Sunday, May 22, 2005

Officers Want Out of Bush's Perpetual War

While there have been many reports in the media of the military having difficulty with recruiting, the Los Angeles Times shows yet another way in which George Bush's irrational and irresponsible foreign policy moves are undermining our national security. The LA Times reports that, "With thousands of soldiers currently on their second combat deployment in Iraq or Afghanistan and some preparing for their third this fall, evidence is mounting that an exodus of young Army officers may be looming on the horizon."

The article continues to report:
Last year, Army lieutenants and captains left the service at an annual rate of 8.7% — the highest since 2001. Pentagon officials say they expect the attrition rate to improve slightly this year. Yet interviews with several dozen military officers revealed an undercurrent of discontent within the Army's young officer corps that the Pentagon's statistics do not yet capture.

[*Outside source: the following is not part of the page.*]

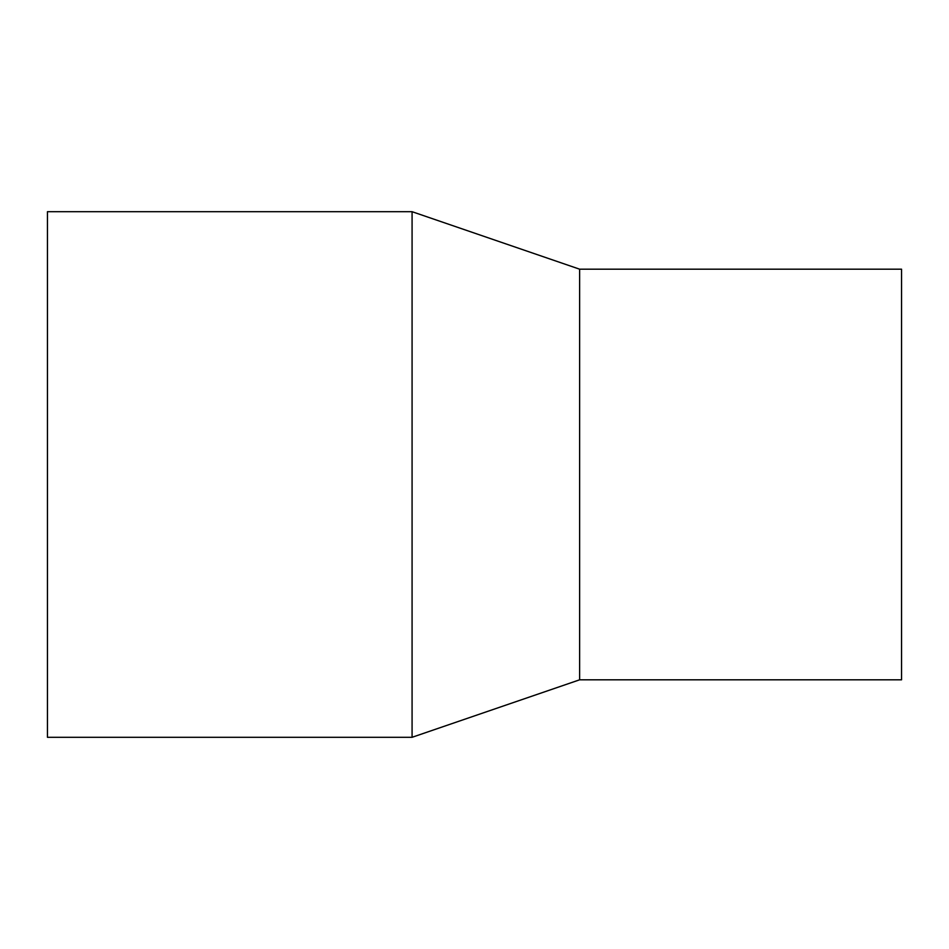<?xml version="1.0" encoding="UTF-8"?>
<svg xmlns="http://www.w3.org/2000/svg" width="949" height="949" viewBox="0 0 949 949"><rect width="100%" height="100%" fill="white"/><g stroke="black" fill="none" stroke-linecap="round" stroke-linejoin="round"><path stroke-width="1.42" d="M47.45 211.698L412.08 211.698L412.08 737.302L47.45 737.302L47.45 211.698L412.08 211.698L579.625 269.184L579.625 679.816L412.08 737.302M412.08 211.698L579.625 269.184L901.55 269.184L901.55 679.816L579.625 679.816M579.625 269.184L901.55 269.184"/></g></svg>
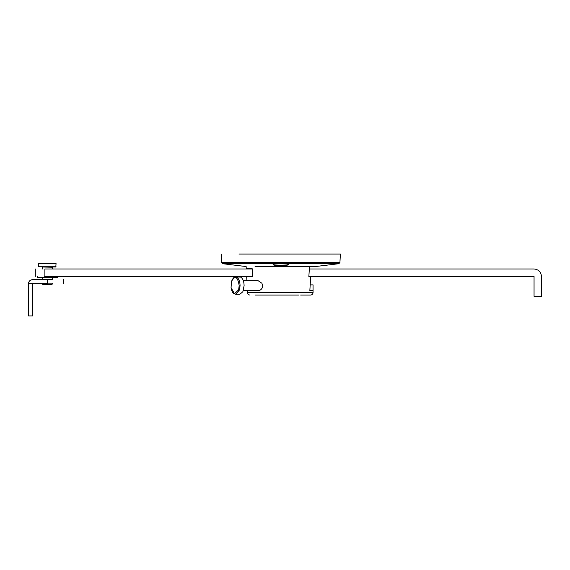 <?xml version="1.0" encoding="UTF-8"?>
<svg xmlns="http://www.w3.org/2000/svg" width="570" height="570" viewBox="0 0 570 570"><rect width="100%" height="100%" fill="white"/><g stroke="black" fill="none" stroke-linecap="round" stroke-linejoin="round"><path stroke-width="0.85" d="M32.476 307.202L32.476 292.346M42.408 277.676L42.65 279.663L47.374 279.663C68.193 279.663 68.193 279.663 47.374 279.663L32.476 279.663C30.06 279.899 28.735 281.224 28.5 283.632L28.7 282.378M42.408 279.414L52.333 279.414L47.374 279.663L47.374 283.632C68.193 283.632 68.193 283.632 47.374 283.632L32.476 283.632L32.476 315.915L28.5 315.915L28.5 283.632L32.476 283.632L28.5 283.632M29.305 281.238L30.288 280.319M239.008 254.085L340.376 254.085L339.927 262.542L338.837 263.711L315.666 266.518L255.054 266.518M235.724 276.927L240.626 277.106C242.827 278.424 243.981 281.267 244.103 285.62L242.834 291.769L239.763 294.312L235.724 294.312L233.493 293.365C233.807 293.692 231.798 292.353 231.057 287.622L231.491 281.466C235.096 275.168 237.662 276.55 239.186 285.62L238.623 289.781L234.477 293.792L231.057 287.622L231.498 281.445C232.916 278.067 234.32 276.564 235.724 276.927L236.593 277.106C238.787 278.424 239.949 281.267 240.07 285.62L239.478 289.995L235.724 294.312M310.194 284.879L313.058 284.879L313.058 290.586L309.845 290.586L313.058 290.586L313.058 292.702L247.658 292.702L313.058 292.702C312.844 294.149 312.018 294.932 310.579 295.053L300.647 295.053M287.879 265.022C284.58 265.727 280.39 265.834 275.317 265.342C273.08 265.007 272.531 264.665 273.678 264.309C276.984 263.739 281.174 263.646 286.24 264.038C288.477 264.302 289.026 264.63 287.879 265.022L288.477 264.651M273.08 264.651L273.678 264.309M243.326 290.586L259.428 290.458C262.328 289.197 263.155 286.803 261.908 283.269L258.067 280.654L243.326 280.654M284.587 295.053L290.044 295.053M276.813 295.053L255.175 295.053M281.281 295.053L277.975 295.053M298.944 295.053L255.346 295.053M310.679 276.685L308.847 276.685L310.679 276.685L309.845 290.586M246.368 268.983L252.211 268.734L252.717 276.685L246.767 276.685L252.717 276.685M246.354 268.734L252.211 268.734M308.847 276.685L309.489 266.518M42.159 283.632L42.9 284.63L51.842 284.63L52.583 283.632M47.374 263.276L56.06 263.518L38.682 263.518L47.374 263.276M56.06 266.753L38.682 266.753L55.81 266.995L56.06 263.518M42.387 266.995L52.583 266.995L52.34 268.983M42.159 266.995L52.34 267.245M37.442 276.436L37.442 277.676L57.292 277.676M44.667 276.436C32.604 276.436 32.604 276.436 44.667 276.436L49.861 276.436M534.054 276.436L308.862 276.436L534.054 276.436L534.054 296.3L541.5 296.3L541.5 276.436C541.03 271.94 538.543 269.46 534.054 268.983L309.332 268.983M252.225 268.983L44.852 268.983M57.306 277.676L57.306 276.436L252.695 276.436L50.067 276.436M221.189 254.085L221.63 262.542L339.855 262.542M221.63 262.542L222.72 263.711L338.765 263.711M42.159 283.881L52.583 283.881M52.333 279.414L52.34 277.676M44.888 268.983L44.888 276.436M63.512 279.663L63.512 283.632M222.72 263.711L245.891 266.518M247.409 290.586L247.522 292.702C247.729 294.134 248.556 294.918 250.002 295.053M246.888 280.654L246.682 276.685M246.147 266.518L246.261 268.734M38.682 266.753L38.682 263.518M42.408 268.983L42.408 267.245M35.326 268.983L35.326 276.436"/></g></svg>

Young captains in the Army are looking ahead to repeated combat tours, years away from their families and a global war that their commanders tell them could last for decades. Like other college grads in their mid-20s, they are making decisions about what to do with their lives.

And many officers, who until recently had planned to pursue careers in the military, are deciding that it's a future they can't sign up for.
Officiers are looking at other alternatives, such as pitches from the private sector:
It's not the money he's after. It's the fact that an Army that was gutted after the Cold War was promising him a future of perpetual deployments fighting a war that could last for decades.

That is not a future he is sure he can commit to.

"What's the end point?" he asked. "When do you declare victory?"